Republicans never miss an opportunity to miss an opportunity. In 2010, they failed to win the Senate when it was theirs for the taking. Now they’ve lost the White House to President Obama, despite his poor record and the likelihood things won’t get any better in his second term. And they failed again to capture the Senate, though a takeover was initially thought to be a cinch.
The result was a status quo election, with Democrats entrenched in White House and Senate and Republicans firmly in control of the House. As it turned out, the election wasn’t historic at all, except that Barack Obama, the first African American president, became the first to be reelected.
The numbers and the faces in Washington have barely changed at all. We’re stuck with them. As hard as Republicans tried, they were unable to upset the balance of political forces.
What’s their problem? In Senate races, it’s bad candidates: old hacks (Wisconsin), young hacks (Florida), youngsters (Ohio), Tea Party types who can’t talk about abortion sensibly (Missouri, Indiana), retreads (Virginia), lousy campaigners (North Dakota) and Washington veterans (Michigan). Losers all.
And those are just the Senate contests decided yesterday. In 2010, it was similar. Republicans threw away two of their best chances to gain seats, choosing pathetically incapable candidates in Nevada and Delaware. It’s as if they have a political death wish.
Losing the presidential contest to Obama was different. Mitt Romney was the best possible candidate among the Republicans who ran for the presidential nomination. He had baggage from his days as a corporate turnaround artist and liberal Republican governor. Yet he actually seemed presidential.
However, there was huge hole in the GOP field. The entire younger generation of smart, attractive Republicans didn’t run: Paul Ryan, Marco Rubio, Bobby Jindal, Chris Christie, Nikki Haley, Pat Toomey. They were missed. Several of them might have been stronger presidential candidates than Romney. No doubt some or all of them will run in 2016.
They represent the Republican future in the best possible way. They are the heirs of Ronald Reagan and advocates of a reform conservatism that is more relevant than ever, given the country’s fiscal mess and foreign policy troubles.
No doubt the media will insist that Republicans must change, must sprint to the center, must embrace social liberalism, must accept that America is destined to play a less dominant role in the world. All that is hogwash, which is why Republicans are likely to reject it. Their ideology is not a problem.
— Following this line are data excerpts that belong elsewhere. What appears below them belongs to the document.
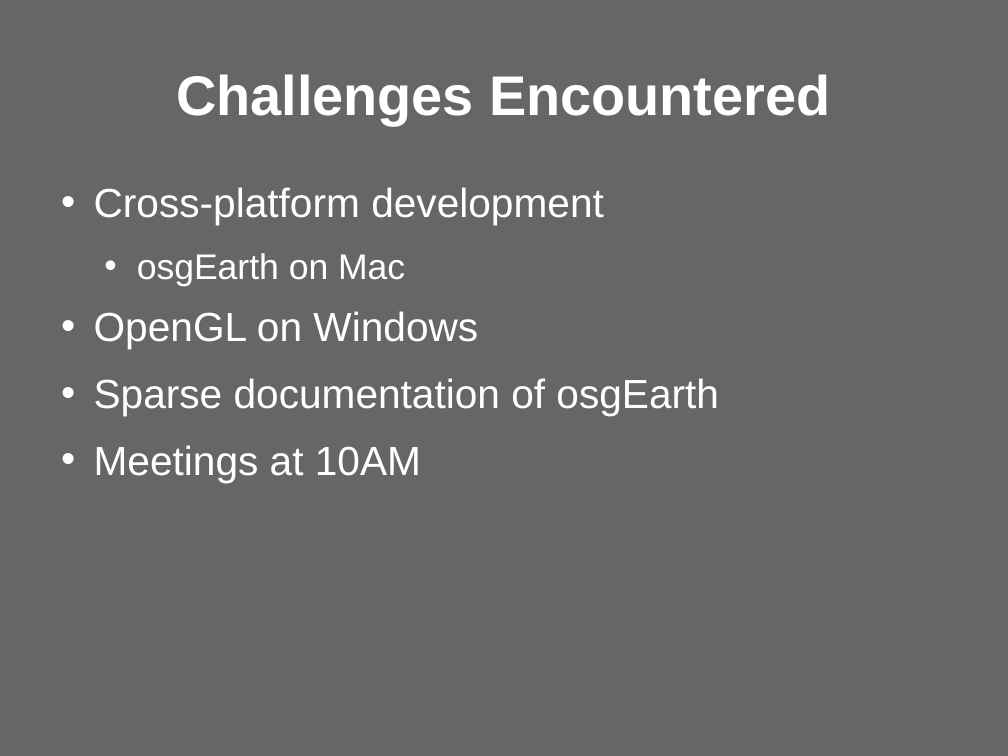
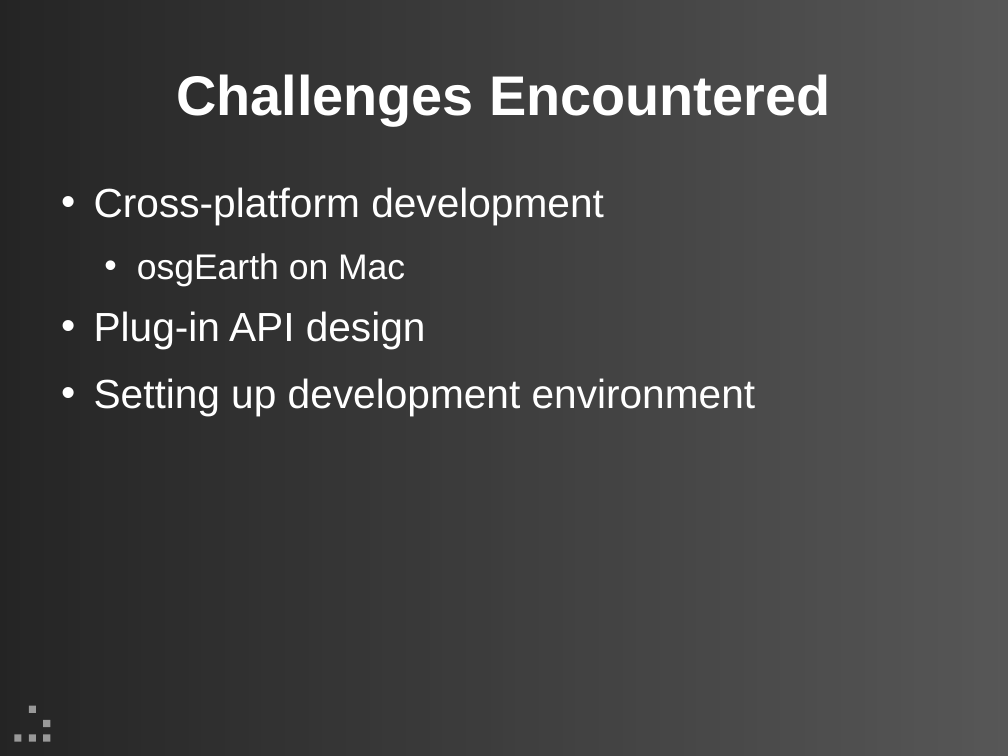
Before and after one commit to updraft/updraft, a slide deck: slide 18 of Docs/presentation.odp (slide 19 before the commit). Drawn at 1008x756 pixels with LibreOffice and Linux fonts; fonts in the diff are those of the drawing; background and template pictures are left out. Boxes give left, top, right and bottom in pixels: in the first picture for what was removed or moved away, otherwise in the second. Text is boxed around its words. In the diff, an @@ line names an element or a change of style, - is before the commit and + after.

```diff
--- a/Docs/presentation.odp
+++ b/Docs/presentation.odp
@@ background #666666 to #333333 @@
@@ rectangle added at box(0, 0, 1008, 756), fill gradient #000000 to #B3B3B3 @@
@@ text at box(94, 311, 756, 415): text changed @@
-• OpenGL on Windows
-• Sparse documentation of osgEarth
-• Meetings at 10AM
+• Plug-in API design
+• Setting up development environment
@@ group added at box(15, 706, 50, 742): 5 rectangles @@
```
Also in this commit, not shown: 17 other slides changed, 3 slides added, 2 slides removed.
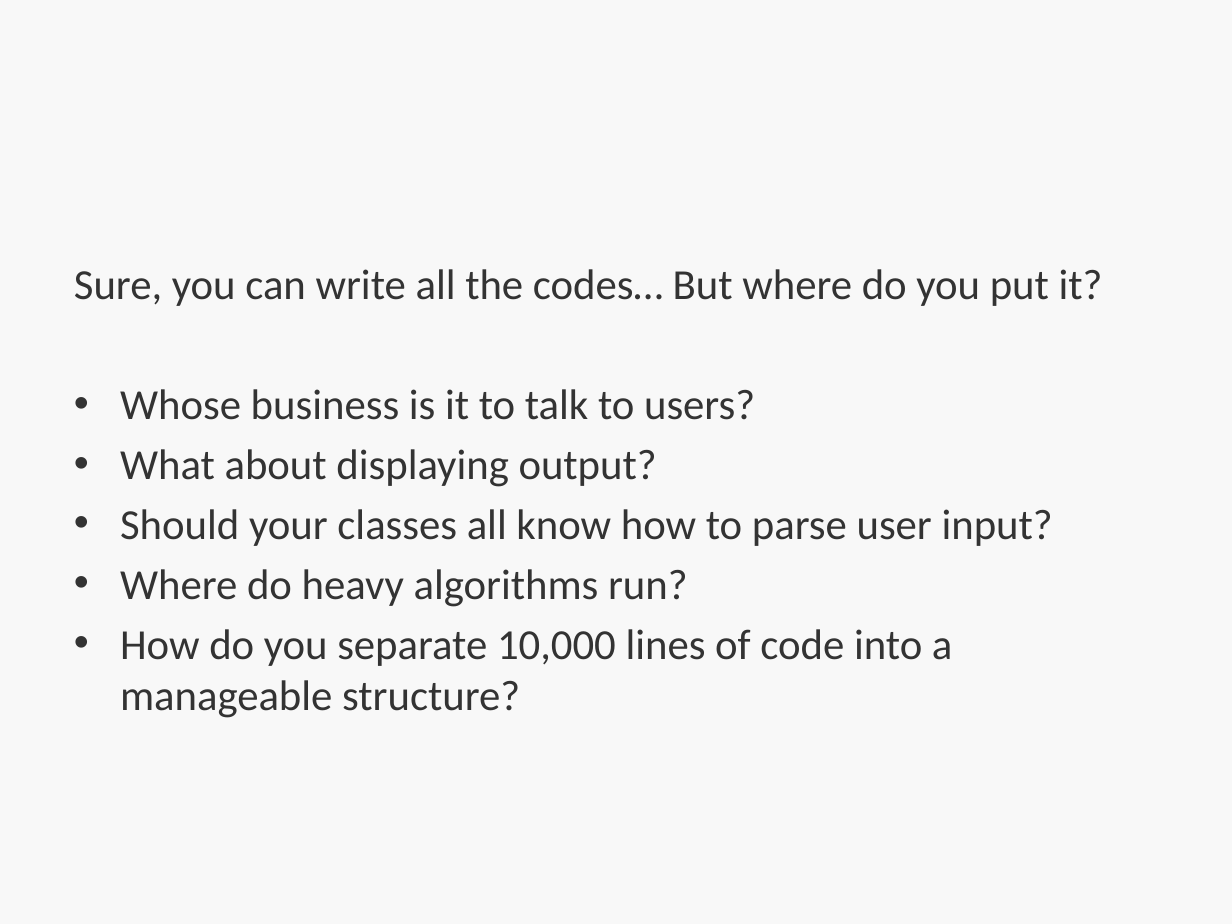
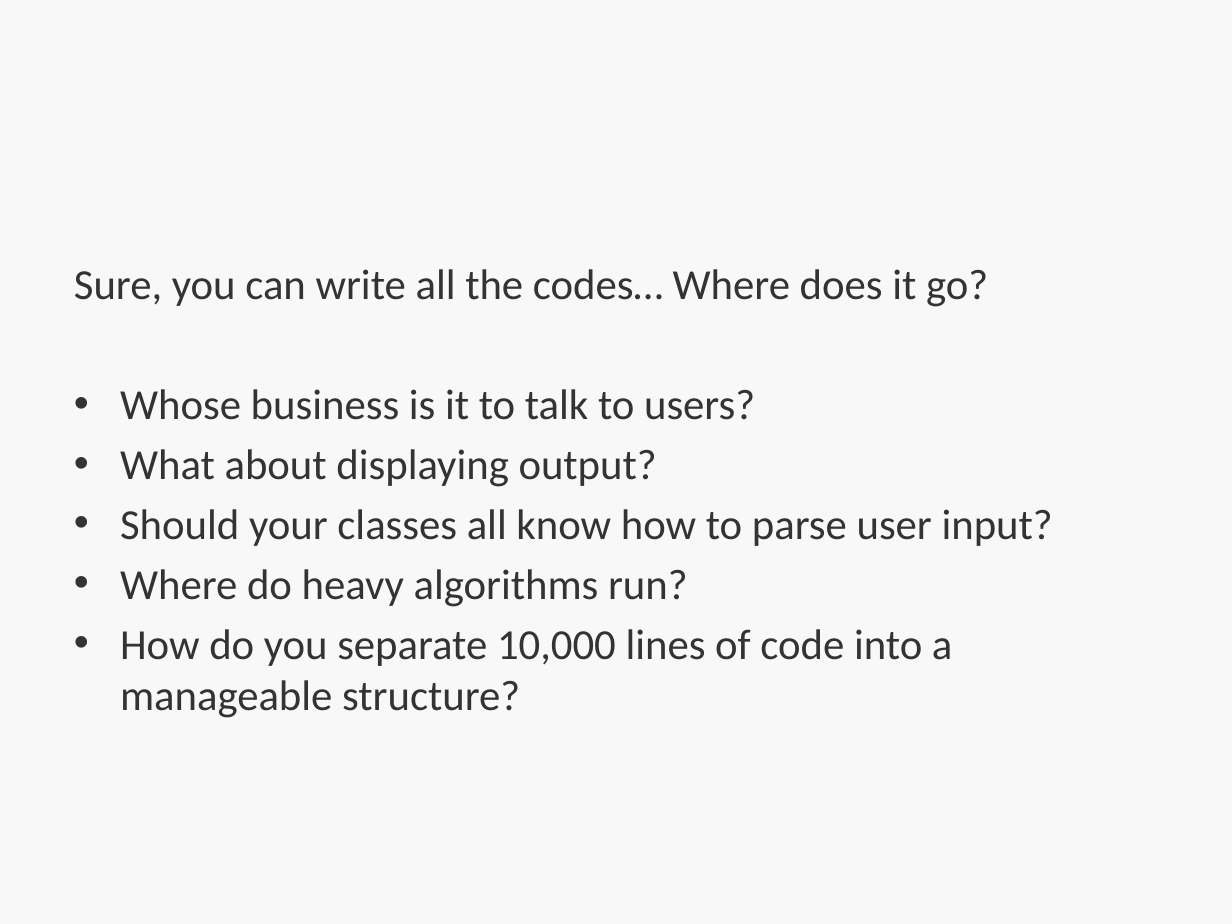
Before and after one commit to bootcoder/lectures, a slide deck: slide 8 of 1phase/mvc-single-res/HT-MVC.pptx (slide 7 before the commit). Drawn at 1232x924 pixels with LibreOffice and Linux fonts; fonts in the diff are those of the drawing; background and template pictures are left out. Boxes give left, top, right and bottom in pixels: in the first picture for what was removed or moved away, otherwise in the second. Text is boxed around its words. In the diff, an @@ line names an element or a change of style, - is before the commit and + after.

```diff
--- a/1phase/mvc-single-res/HT-MVC.pptx
+++ b/1phase/mvc-single-res/HT-MVC.pptx
@@ text at bbox=[74, 269, 988, 307]: text changed @@
-Sure, you can write all the codes… But where do you put it?
+Sure, you can write all the codes… Where does it go?
```
Also in this commit, not shown: 5 other slides changed, 2 slides added, 1 other file.

But there is also a hole in the Republican electorate. There aren’t enough Hispanics. As long as two-thirds of the growing Hispanic voting bloc lines up with Democrats, it will be increasingly difficult (though hardly impossible) for Republicans to win national elections. When George W. Bush won a narrow reelection in 2004, he got 44 percent of the Hispanic vote. If Romney had managed that, he would have come closer to winning. He might even have won.
So we’re left with four more years of Obama, the man with no plan and no mandate. It’s not beyond the realm of possibility that he could have a successful second term with a booming economy and a de-polarized Washington. It’s just highly unlikely.
He still doesn’t understand what spurs private investment, robust economic growth, and job creation. He thinks raising taxes on the wealthy won’t alter their economic decisions. He’s under the impression that building roads and bridges is the key to a growing economy – that, plus making sure that no government worker at the federal, state, or local level gets laid off.
The president said recently he’s “confident” he can work out a “grand bargain” with Republicans on fixing the deficit and alleviating the debt crisis. This won’t be easy for him after winning reelection by taking the low-road: by demonizing his opponent as a moral midget and all but accusing Republicans of being unpatriotic. He opened wounds that won’t quickly heal. His victory speech didn’t help. It was pure boilerplate.